During Sweet-Coll's residency, they created By Us For Us.
Emerie Snyder
Emerie Snyder announced at age five that her hobby was "thinking about lots of things." It's still true. Emerie is a NYC-based theatre director and creator of new performance work, focusing on site-responsive theatre, relationships between visual art and theatre, and solo performance. Current projects in development include EXHIBIT, an immersive gallery tour play; DUTIFUL VICTIMS, a site-specific theatre experiment inspired by Eugene Ionesco’s Victims of Duty; TRANSMISSION, a participatory performance sermon by Gwydion Suilebhan; and THIS IS LIKE THAT, a slide lecture play by Michael Sean Cirelli. Emerie is a graduate of NYU’s Tisch School of the Arts, a New Georges Affiliated Artist, and the Arts Curator for Warren Saint Marks Community Garden in Park Slope, Brooklyn.
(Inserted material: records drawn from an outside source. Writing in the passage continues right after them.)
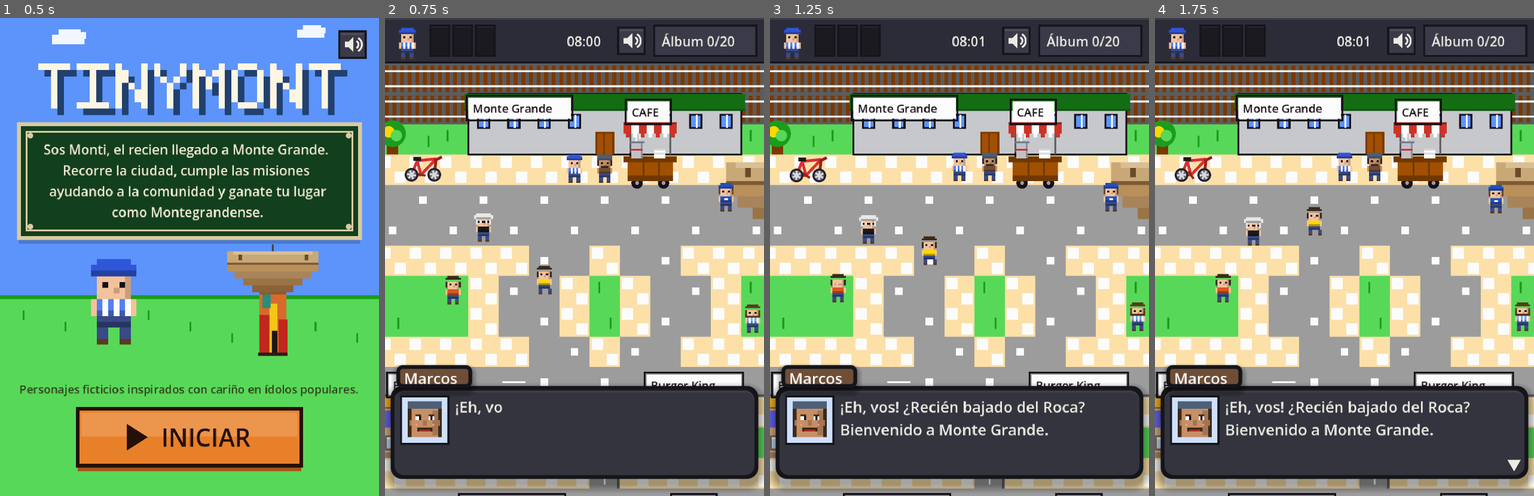
Above: before the commit, frames 1-4 (left to right).
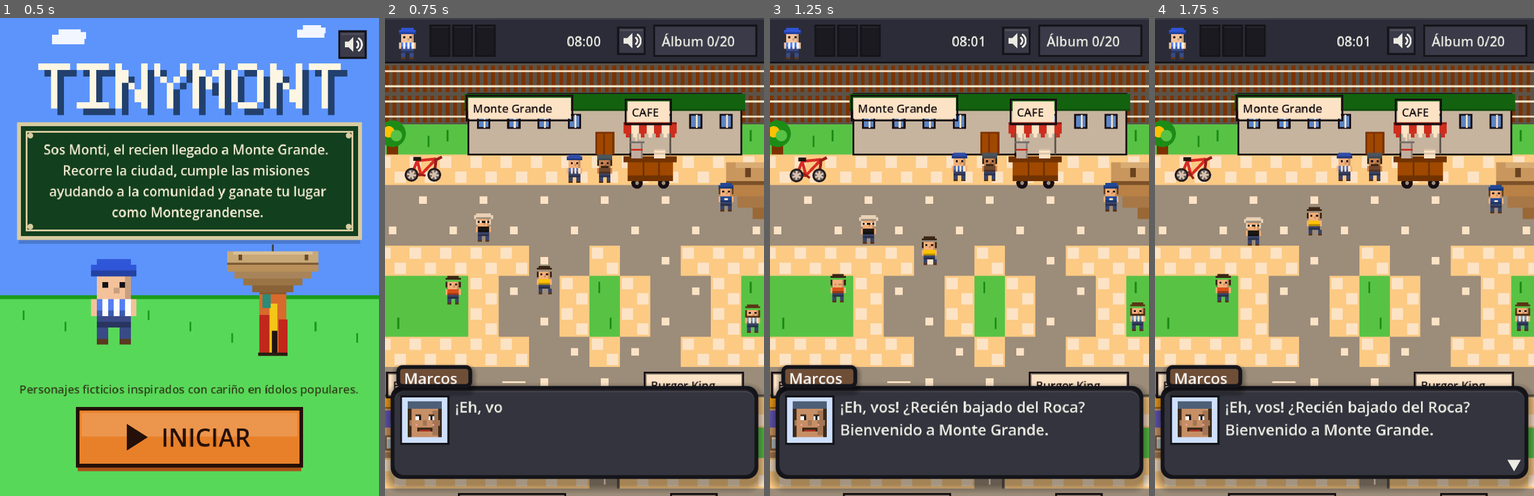
Above: after the commit, the same moments.

Repository: katastudio/TinyMont
Game: Godot game, scene res://scenes/ui/title_screen.tscn
Same seed, same stepped clock (60 frames per second), same inputs: the game is played once before the commit and once after it.
Inputs (mouse positions are in pixels of both pictures, inside the frame that each line leads up to):
- Up to frame 1 (0.5 s): no input
- Up to frame 2 (0.75 s): tap Enter at 0.5 s; move the mouse to (657, 233) at 0.52 s; hold Right (move_right) from 0.53 s (still down); hold Tab (album) from 0.53 s (still down); click (657, 233) at 0.67 s
- Up to frame 3 (1.25 s): keep holding Right (move_right); keep holding Tab (album); tap Space at 0.77 s
- Up to frame 4 (1.75 s): release Right (move_right) at 1.25 s; release Tab (album) at 1.25 s; drag from (1268, 280) to (1325, 352) at 1.27 s

Frame 1 is identical in both runs. In frame 2, 52% of the frame differs, in the area x 0-100%, y 10-100%; in frame 3, 52%; in frame 4, 52%.

Commit message:
feat: estilo del mapa en tiempo real segun la hora de Argentina (manana, tarde, noche) con lugar para climas

Diff:
--- a/scenes/mapas/el_jaguel.tscn
+++ b/scenes/mapas/el_jaguel.tscn
@@ -6,6 +6,7 @@
 [node name="ElJaguel" type="Node2D"]
 script = ExtResource("mapa")
 nombre_mapa = "El Jaguel"
+exterior = true
 plano = "########################\n#HHHH.AAA.HHHH.HHHHH.HH#\n#VVVVVVVVVVVVVVVVVVVVVV#\n#RRRRRRRRRRRRRRRRRRRRRR#\n#VVVVV …(201 unchanged characters)…
 
 [node name="VecinaJaguel" parent="." instance=ExtResource("npc")]
--- a/scripts/world/ciclo_dia.gd
+++ /dev/null
@@ -1,31 +0,0 @@
-class_name CicloDia
-extends RefCounted
-## Tinte del mundo según la hora (ADR-0004). Interpola entre momentos clave del día.
-## Se aplica con un CanvasModulate en el mapa: la interfaz (CanvasLayers) no se tiñe.
-
-const NOCHE := Color(0.55, 0.6, 0.85)
-const AMANECER := Color(0.95, 0.8, 0.85)
-const ATARDECER := Color(1.0, 0.82, 0.65)
-
-## [minuto del día, color]. El último cierra el ciclo con el mismo color que el primero.
-const CLAVES := [
-	[0, NOCHE],
-	[5 * 60, NOCHE],
-	[6 * 60 + 30, AMANECER],
-	[8 * 60, Color.WHITE],
-	[17 * 60 + 30, Color.WHITE],
-	[19 * 60, ATARDECER],
-	[20 * 60 + 30, NOCHE],
-	[24 * 60, NOCHE],
-]
-
-
-static func tinte(minuto_del_dia: int) -> Color:
-	var m := posmod(minuto_del_dia, 24 * 60)
-	for i in range(CLAVES.size() - 1):
-		var a: Array = CLAVES[i]
-		var b: Array = CLAVES[i + 1]
-		if m >= a[0] and m <= b[0]:
-			var t := float(m - a[0]) / float(maxi(1, b[0] - a[0]))
-			return (a[1] as Color).lerp(b[1], t)
-	return Color.WHITE
--- /dev/null
+++ b/scripts/world/estilo_mapa.gd
@@ -0,0 +1,52 @@
+class_name EstiloMapa
+extends RefCounted
+## Estilo del mapa en tiempo real (ADR-0004, enmienda 2026-10-08): mañana, tarde o noche
+## según la hora actual de Argentina (UTC-3, sin horario de verano desde 2009).
+## Se calcula desde la hora UTC del sistema: un jugador en otro país ve la hora de Monte Grande.
+## El clima se suma como un segundo tinte multiplicativo (por ahora sólo "despejado").
+
+const UTC_ARGENTINA := -3.0
+
+const ESTILOS := {
+	"manana": Color(1.0, 0.96, 0.88),    # luz fresca y cálida
+	"tarde": Color(1.0, 0.9, 0.78),      # sol de tarde, más dorado
+	"noche": Color(0.55, 0.6, 0.85),     # azul nocturno, se sigue viendo
+}
+
+## Climas futuros: lluvia, nublado, tormenta... cada uno multiplica el estilo base.
+const CLIMAS := {
+	"despejado": Color.WHITE,
+}
+
+## [hora del cambio, estilo anterior, estilo siguiente]. Cada cambio dura una hora (±30 min).
+const CAMBIOS := [[6.0, "noche", "manana"], [12.0, "manana", "tarde"], [20.0, "tarde", "noche"]]
+const MEDIA_TRANSICION := 0.5
+
+
+## Hora decimal de Argentina (0..24) para un instante UTC en segundos Unix.
+static func hora_argentina(unix_utc: float) -> float:
+	return fposmod(unix_utc / 3600.0 + UTC_ARGENTINA, 24.0)
+
+
+static func hora_argentina_ahora() -> float:
+	return hora_argentina(Time.get_unix_time_from_system())
+
+
+static func estilo_para_hora(hora: float) -> String:
+	if hora >= 6.0 and hora < 12.0:
+		return "manana"
+	if hora >= 12.0 and hora < 20.0:
+		return "tarde"
+	return "noche"
+
+
+## Color del mapa para una hora de Argentina y un clima; transición gradual en cada cambio.
+static func tinte(hora: float, clima: String = "despejado") -> Color:
+	var h := fposmod(hora, 24.0)
+	var base: Color = ESTILOS[estilo_para_hora(h)]
+	for c in CAMBIOS:
+		var d: float = h - float(c[0])
+		if absf(d) < MEDIA_TRANSICION:
+			var t := (d + MEDIA_TRANSICION) / (2.0 * MEDIA_TRANSICION)
+			base = (ESTILOS[c[1]] as Color).lerp(ESTILOS[c[2]], t)
+	return base * CLIMAS.get(clima, Color.WHITE)
--- a/scripts/world/mapa_secundario.gd
+++ b/scripts/world/mapa_secundario.gd
@@ -23,6 +23,8 @@
 }
 
 @export var nombre_mapa: String = ""
+## Exterior (otro barrio): se tiñe con el estilo de la hora real. Interior: iluminado, sin tinte.
+@export var exterior: bool = false
 @export_multiline var plano: String = "#X#"
 
 var ocupacion := GrillaOcupacion.new()
@@ -44,6 +46,18 @@
 	_armar_astar()
 	_registrar_interactuables()
 	_crear_jugador()
+	if exterior:
+		var tinte := CanvasModulate.new()
+		tinte.name = "TinteDia"
+		tinte.color = EstiloMapa.tinte(EstiloMapa.hora_argentina_ahora())
+		add_child(tinte)
+		WorldClock.tick.connect(_on_tick_tinte)
+
+
+func _on_tick_tinte(_minutos: int) -> void:
+	var tinte = get_node_or_null("TinteDia")
+	if tinte:
+		tinte.color = EstiloMapa.tinte(EstiloMapa.hora_argentina_ahora())
 
 
 func _leer_plano() -> void:
--- a/scripts/world/monte_grande.gd
+++ b/scripts/world/monte_grande.gd
@@ -236,7 +236,20 @@
 			poi_por_id[child.poi_id] = child
 
 
-## Tinte día/noche (ADR-0004): un CanvasModulate tiñe el mapa según la hora del reloj.
+## Hora real fija para tests (-1 = usar la hora actual de Argentina).
+var hora_real_fija: float = -1.0
+
+
+func hora_real() -> float:
+	return hora_real_fija if hora_real_fija >= 0.0 else EstiloMapa.hora_argentina_ahora()
+
+
+func estilo_actual() -> String:
+	return EstiloMapa.estilo_para_hora(hora_real())
+
+
+## Estilo del mapa en tiempo real (ADR-0004): un CanvasModulate tiñe el mapa según la
+## hora actual de Argentina (mañana, tarde o noche), no según el reloj del juego.
 func _iniciar_ciclo_dia() -> void:
 	var tinte := CanvasModulate.new()
 	tinte.name = "TinteDia"
@@ -253,7 +266,7 @@
 func _actualizar_tinte() -> void:
 	var tinte = get_node_or_null("TinteDia")
 	if tinte:
-		tinte.color = CicloDia.tinte(WorldClock.minutos % (24 * 60))
+		tinte.color = EstiloMapa.tinte(hora_real())
 
 
 ## Catálogo de misiones: cada NPC que encarga una misión (no los ayudantes) aporta una entrada.
--- a/tests/test_dia_noche.gd
+++ /dev/null
@@ -1,49 +0,0 @@
-extends Node
-## Ciclo día/noche (ADR-0004): tinte del mundo según la hora, sin teñir la interfaz.
-## Correr: godot --headless --path . res://tests/test_dia_noche.tscn
-
-var _fallas := 0
-
-
-func _check(cond: bool, msg: String) -> void:
-	if cond:
-		print("OK: " + msg)
-	else:
-		_fallas += 1
-		push_error("FALLA: " + msg)
-
-
-func _lum(c: Color) -> float:
-	return 0.299 * c.r + 0.587 * c.g + 0.114 * c.b
-
-
-func _ready() -> void:
-	var mediodia := CicloDia.tinte(12 * 60)
-	var medianoche := CicloDia.tinte(0)
-	var atardecer := CicloDia.tinte(19 * 60)
-	_check(mediodia.is_equal_approx(Color.WHITE), "al mediodía no hay tinte")
-	_check(_lum(medianoche) < 0.7 and medianoche.b > medianoche.r, "a medianoche el mundo es oscuro y azulado")
-	_check(atardecer.r > atardecer.b and _lum(atardecer) < 1.0, "al atardecer el tinte es cálido")
-	_check(_lum(medianoche) >= 0.5, "de noche se sigue viendo (no baja de 50 % de luz)")
-	# Continuidad: entre dos minutos seguidos el tinte cambia poco (sin saltos bruscos).
-	var salto := 0.0
-	for minuto in 24 * 60:
-		var a := CicloDia.tinte(minuto)
-		var b := CicloDia.tinte((minuto + 1) % (24 * 60))
-		salto = maxf(salto, absf(_lum(a) - _lum(b)))
-	_check(salto < 0.02, "el tinte cambia de forma gradual (salto máximo %.3f)" % salto)
-
-	WorldClock.set_process(false)
-	WorldClock.reiniciar(1, 12)
-	var m = load("res://scenes/main.tscn").instantiate()
-	add_child(m)
-	var tinte = m.get_node_or_null("TinteDia")
-	_check(tinte is CanvasModulate, "el mapa tiene un CanvasModulate para el tinte")
-	_check(tinte.color.is_equal_approx(Color.WHITE), "al mediodía el mapa no está teñido")
-	WorldClock.avanzar(12 * 60)
-	_check(tinte.color.is_equal_approx(CicloDia.tinte(0)), "a medianoche el mapa toma el tinte nocturno")
-	_check(GameManager._hud.layer != 0, "la interfaz vive en otra capa y no se tiñe")
-	var hud = GameManager._hud.get_child(0)
-	_check(hud.texto_hora() == WorldClock.texto_hora(), "el HUD muestra la hora del barrio (%s)" % hud.texto_hora())
-	print("---- fallas: %d ----" % _fallas)
-	get_tree().quit(1 if _fallas > 0 else 0)
--- a/tests/test_dia_noche.tscn
+++ /dev/null
@@ -1,6 +0,0 @@
-[gd_scene format=3]
-
-[ext_resource type="Script" path="res://tests/test_dia_noche.gd" id="1"]
-
-[node name="TestDiaNoche" type="Node"]
-script = ExtResource("1")
--- /dev/null
+++ b/tests/test_estilo_mapa.gd
@@ -0,0 +1,69 @@
+extends Node
+## Estilo del mapa en tiempo real según la hora de Argentina (UTC-3, sin horario de verano).
+## Mañana / tarde / noche hoy; el clima se suma después sobre el mismo sistema.
+## Correr: godot --headless --path . res://tests/test_estilo_mapa.tscn
+
+var _fallas := 0
+
+
+func _check(cond: bool, msg: String) -> void:
+	if cond:
+		print("OK: " + msg)
+	else:
+		_fallas += 1
+		push_error("FALLA: " + msg)
+
+
+func _lum(c: Color) -> float:
+	return 0.299 * c.r + 0.587 * c.g + 0.114 * c.b
+
+
+func _ready() -> void:
+	# 2026-10-08 15:00:00 UTC = 12:00 en Argentina.
+	var unix_15_utc := Time.get_unix_time_from_datetime_string("2026-10-08T15:00:00")
+	_check(is_equal_approx(EstiloMapa.hora_argentina(unix_15_utc), 12.0), "15:00 UTC son las 12:00 en Argentina")
+	_check(is_equal_approx(EstiloMapa.hora_argentina(unix_15_utc - 13 * 3600), 23.0), "02:00 UTC son las 23:00 del día anterior en Argentina")
+
+	_check(EstiloMapa.estilo_para_hora(8.0) == "manana", "a las 8 es de mañana")
+	_check(EstiloMapa.estilo_para_hora(15.0) == "tarde", "a las 15 es de tarde")
+	_check(EstiloMapa.estilo_para_hora(23.0) == "noche", "a las 23 es de noche")
+	_check(EstiloMapa.estilo_para_hora(3.0) == "noche", "a las 3 es de noche")
+
+	var noche := EstiloMapa.tinte(23.0)
+	_check(_lum(noche) < 0.7 and noche.b > noche.r, "de noche el mapa es oscuro y azulado")
+	_check(_lum(noche) >= 0.5, "de noche se sigue viendo")
+	_check(_lum(EstiloMapa.tinte(10.0)) >= 0.9 and _lum(EstiloMapa.tinte(15.0)) >= 0.85, "de mañana y de tarde el mapa es luminoso")
+	_check(not EstiloMapa.tinte(10.0).is_equal_approx(EstiloMapa.tinte(15.0)), "mañana y tarde se distinguen")
+	var salto := 0.0
+	for minuto in 24 * 60:
+		var a := EstiloMapa.tinte(minuto / 60.0)
+		var b := EstiloMapa.tinte(((minuto + 1) % (24 * 60)) / 60.0)
+		salto = maxf(salto, absf(_lum(a) - _lum(b)))
+	_check(salto < 0.02, "los cambios de estilo son graduales (salto máximo %.3f)" % salto)
+	_check(EstiloMapa.tinte(15.0, "despejado").is_equal_approx(EstiloMapa.tinte(15.0)), "el clima despejado no altera el estilo")
+	_check(EstiloMapa.CLIMAS.has("despejado"), "el sistema ya tiene lugar para climas")
+
+	# El mapa sigue la hora real de Argentina, no el reloj del juego.
+	WorldClock.set_process(false)
+	WorldClock.reiniciar(1, 12)
+	var m = load("res://scenes/main.tscn").instantiate()
+	m.hora_real_fija = 23.0
+	add_child(m)
+	var tinte: CanvasModulate = m.get_node("TinteDia")
+	_check(tinte.color.is_equal_approx(EstiloMapa.tinte(23.0)), "con la hora real a las 23, el mapa está de noche")
+	WorldClock.avanzar(6 * 60)
+	_check(tinte.color.is_equal_approx(EstiloMapa.tinte(23.0)), "el reloj del juego no cambia el estilo")
+	m.hora_real_fija = 10.0
+	m._actualizar_tinte()
+	_check(tinte.color.is_equal_approx(EstiloMapa.tinte(10.0)), "a las 10 reales el mapa está de mañana")
+	_check(m.estilo_actual() == "manana", "el mapa informa su estilo actual")
+	m.queue_free()
+
+	# Los exteriores de otros mapas también; los interiores no (están iluminados).
+	var jaguel = load("res://scenes/mapas/el_jaguel.tscn").instantiate()
+	var veneciana = load("res://scenes/mapas/la_veneciana.tscn").instantiate()
+	_check(jaguel.exterior and not veneciana.exterior, "El Jagüel es exterior, La Veneciana es interior")
+	jaguel.free()
+	veneciana.free()
+	print("---- fallas: %d ----" % _fallas)
+	get_tree().quit(1 if _fallas > 0 else 0)
--- /dev/null
+++ b/tests/test_estilo_mapa.tscn
@@ -0,0 +1,6 @@
+[gd_scene format=3]
+
+[ext_resource type="Script" path="res://tests/test_estilo_mapa.gd" id="1"]
+
+[node name="TestEstilo" type="Node"]
+script = ExtResource("1")
Not shown, removed: scripts/world/ciclo_dia.gd.uid
Not shown, added: scripts/world/estilo_mapa.gd.uid
Not shown, removed: tests/test_dia_noche.gd.uid
Not shown, added: tests/test_estilo_mapa.gd.uid
Not shown, added: tests/test_titulo.gd.uid
Not shown, changed: docs/adr/0004-tinte-dia-noche.md

During Snyder's residency, she created This is not a Museum Tour.
Erick Medel
Erick Medel (b.1992) lives and works in Los Angeles. Can one become a real American simply by desiring the same things the dominant culture desires? Even when that stage (middle class ideals) is achieved can one truly be seen as American? Through transformations in materials and form, Medel opens up a dialogue about the customization of identity and the power of consumer culture, habits, and symbolism in the promotion of ideologies.During Medel's residency, he created El Coyote As A Protector, 2019.
Parasol B
Parasol B is an artist exploring interactive and experiential work through sound, electronics, sculpture and painting. She finds it imperative that people have access to artwork they can interact with and finds it intriguing that many people are uncomfortable with touching artwork, even when given permission. She also creates specific messages for people to take away from her work by encoding data visually, then supplying the visual vocabulary or tools to decode the meaning.
During Parasol's residency, she created The Cabinet of Cacophonies.